【橘高淳 審眼(1)】プロ野球の長きにわたる歴史の中で多くのスター選手が輝きを放ってきた。その陰で試合進行を支える存在がいたことを忘れてはならない。NPB審判員として実に3001試合に出場。2022年まで38年もの間、グラウンドに立ち続けた橘高淳氏(62)が貴重な経験を寄せる。
阪神タイガースOBであり、NPB審判員を1985年から2022年まで務めさせていただきました橘高淳と申します。熱心な野球ファンの方でしたら、スコアボードに表示される名字を記憶していただいているかもしれません。このたび、東京スポーツ様からご依頼をいただき、当欄を担当させていただく運びとなりました。読者の皆さま、どうぞよろしくお願い致します。
審判という仕事はあくまでも裏方です。試合がスムーズに進行して当たり前。その存在は空気のごとしです。現在でこそリクエスト制度が導入され、ジャッジによる混乱が起こるリスクは減りました。ですが、トラブルが起きると一気に矢面に立つのがアンパイアという仕事です。
陰の存在が雄弁に語ることには正直、抵抗がありましたが、こちらで私の経験をお伝えすることで、野球ファンの方々に貢献できるならという思いで引き受けさせていただきました。
さて、ここからはグラウンド上の話に移らせていただきます。私の審判員人生で最も印象に残っている試合からお話ししていくことにしましょう。
あれは私にとって審判1年目、85年の公式戦デビューの試合でした。ウエスタン・リーグの試合です。今はもう姿を見ることができない西宮第二球場。現在の阪急西宮北口駅から直結のショッピングモール、西宮ガーデンズの向かいにあった球場です。そこで阪急ブレーブス対…相手は忘れましたが、三塁塁審を担当しました。

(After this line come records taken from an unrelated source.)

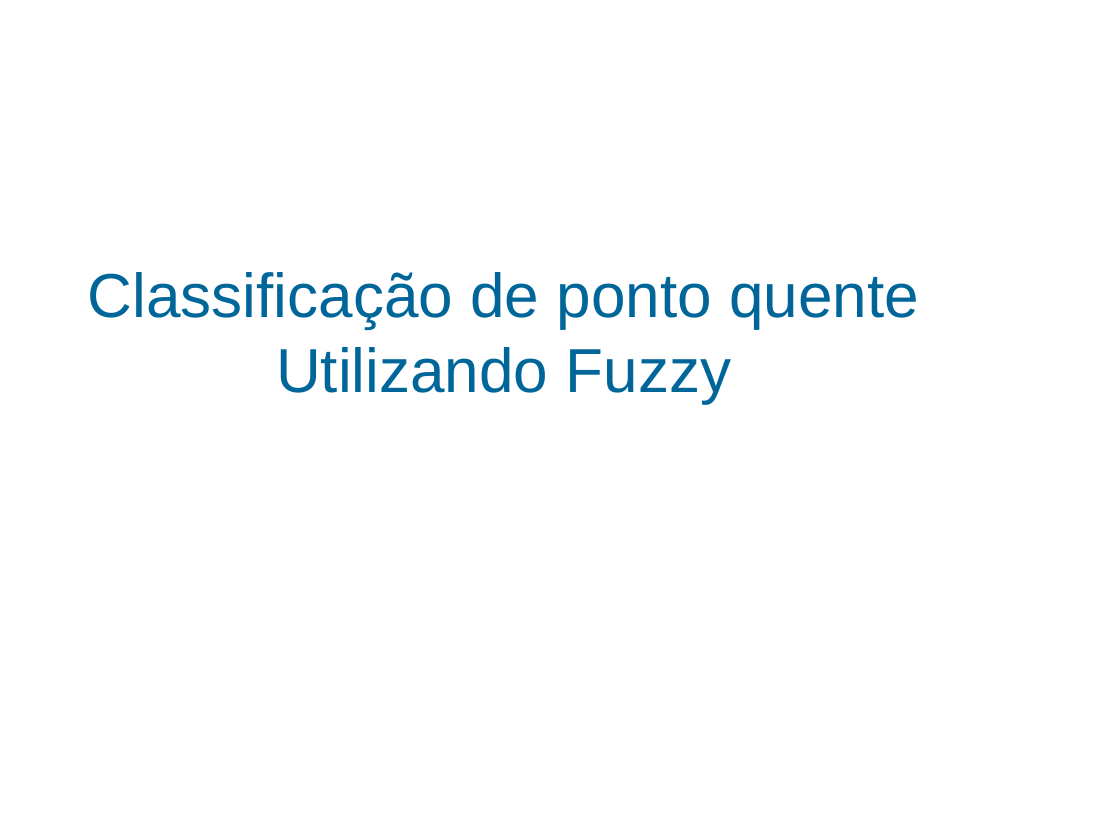
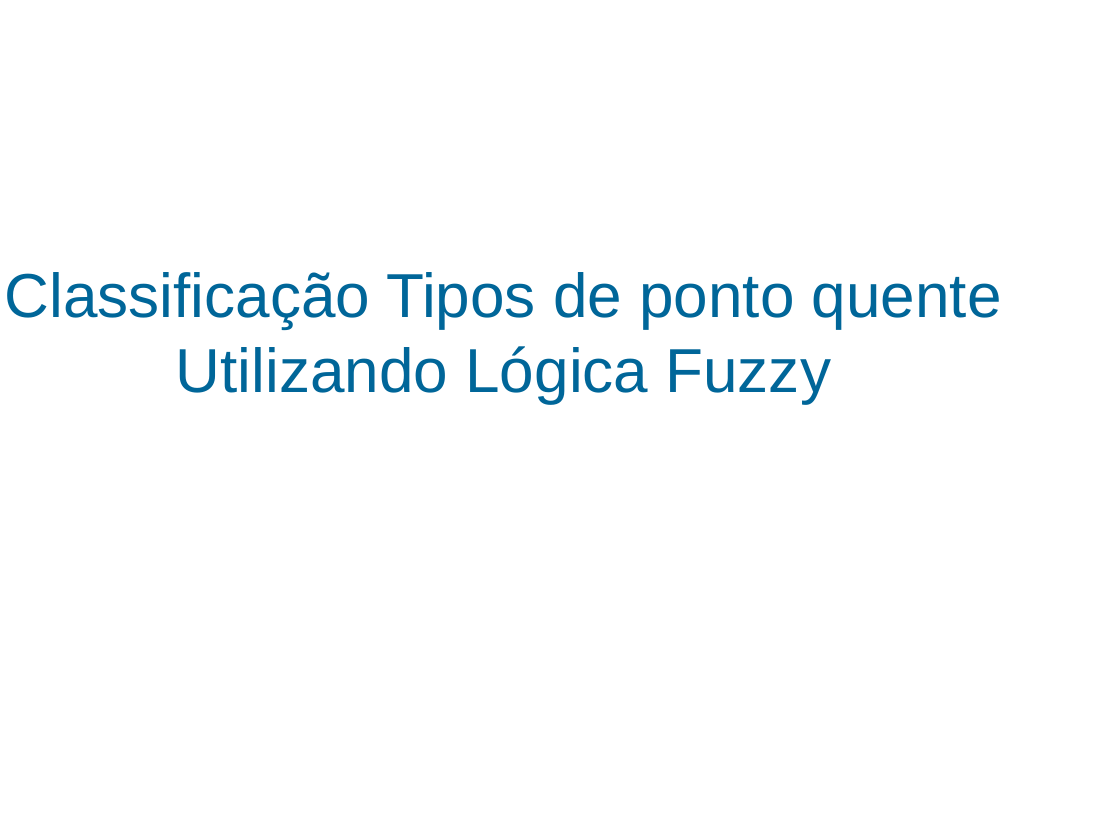
Before and after one commit to ErikJhones/Self-Organizing-Map-SOM-with-KNN, a slide deck: slide 1 of fuzzy/apresentacao.odp. Drawn at 1120x840 pixels with LibreOffice and Linux fonts; fonts in the diff are those of the drawing; background and template pictures are left out. Boxes give left, top, right and bottom in pixels: in the first picture for what was removed or moved away, otherwise in the second. Text is boxed around its words. In the diff, an @@ line names an element or a change of style, - is before the commit and + after.

Commit message:
novas alterações em fuzzy e som

```diff
--- a/fuzzy/apresentacao.odp
+++ b/fuzzy/apresentacao.odp
@@ title at [5,272,1002,403]: text changed @@
-Classificação de ponto quente Utilizando Fuzzy
+Classificação Tipos de ponto quente Utilizando Lógica Fuzzy
```
Also in this commit, not shown: 7 other slides changed, 6 slides added, 2 slides removed, 3 other files.
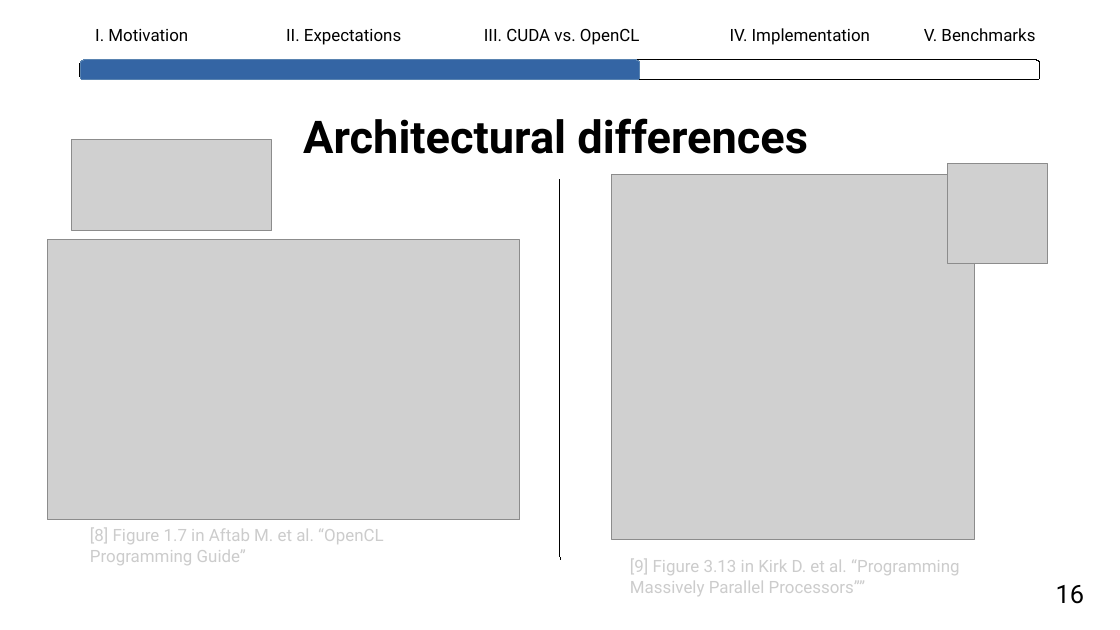
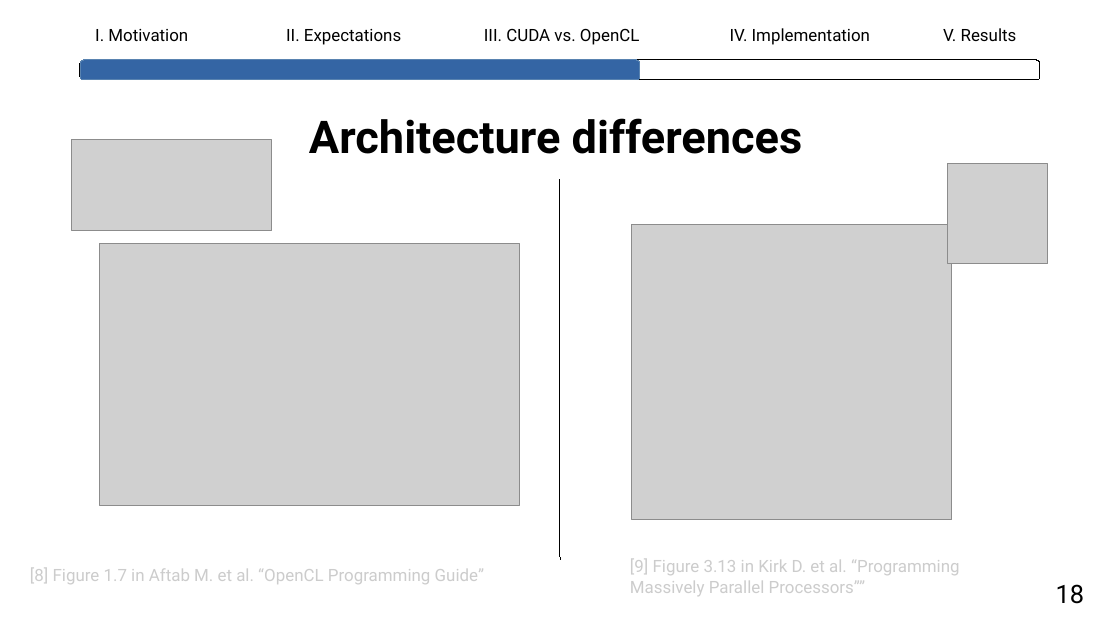
Before and after one commit to lhahner/opti-perf, a slide deck: slide 20 of docs/presentation/final-presentation.odp (slide 19 before the commit). Drawn at 1120x630 pixels with LibreOffice and Linux fonts; fonts in the diff are those of the drawing; grey boxes stand for pictures. Boxes give left, top, right and bottom in pixels: in the first picture for what was removed or moved away, otherwise in the second. Text is boxed around its words. In the diff, an @@ line names an element or a change of style, - is before the commit and + after.

```diff
--- a/docs/presentation/final-presentation.odp
+++ b/docs/presentation/final-presentation.odp
@@ text at (943,28,1017,41): text changed @@
-V. Benchmarks
+V. Results
@@ title at (309,118,803,154): text changed @@
-Architectural differences
+Architecture differences
@@ picture: place and size @@
-picture at (612,175,975,541)
+picture at (632,225,952,520)
@@ picture: place and size @@
-picture at (48,240,520,520)
+picture at (100,244,519,506)
@@ text "[8] Figure 1.7 in Aftab ..." rewrapped from (90,528,383,565) to (30,568,484,584) @@
@@ text at (1056,584,1085,604): text changed @@
-16
+18
```
Also in this commit, not shown: 36 other slides changed, 3 slides added, 1 slide removed.

当時、ナイター以外の二軍戦の審判は3人制でした。そのため、3人のフォーメーションをしっかり頭に入れて動くわけです。現在の一軍公式戦では4人制ですよね。昔から野球をご覧になってきたファンの方々には6人制の記憶もあるでしょう。球審と各塁審と左右両翼の外審(線審)ですね。今でも日本シリーズなどのポストシーズンで見ることができます。
この試合、特別に何かがあったという内容ではありませんでした。私自身、試合内容についての記憶はかなり薄れてしまっています。ただ一つ。私はボークの判定を宣告することができなかったんです。
投手がインモーション(一連の投球動作)に入ってから、動きを止めてしまうとボークです。これは野球好きの方ならイメージできる場面だと思います。テレビでプロ野球中継を見ていても、そんな場面を目撃したことがある方も多いでしょう。マウンドには右投手が上がっていましたから、三塁塁審の私は真正面から見ているわけです。なのに…。「ボーク」という言葉が口から出てこなかったんです。これが緊張というものだったんでしょうか。
しっかり見えているのに声が出なかった。その場面は走者一塁でした。球審と三塁塁審は所定の位置で、一塁塁審は二塁の前あたりに配置されていました。セットポジションに入って右投手のボークを最も見える位置にいたのが私でした。それでも、私は声を出せずプレーは流れてしまいました。声を出せなかった事実。それが私の記憶に強く残っています。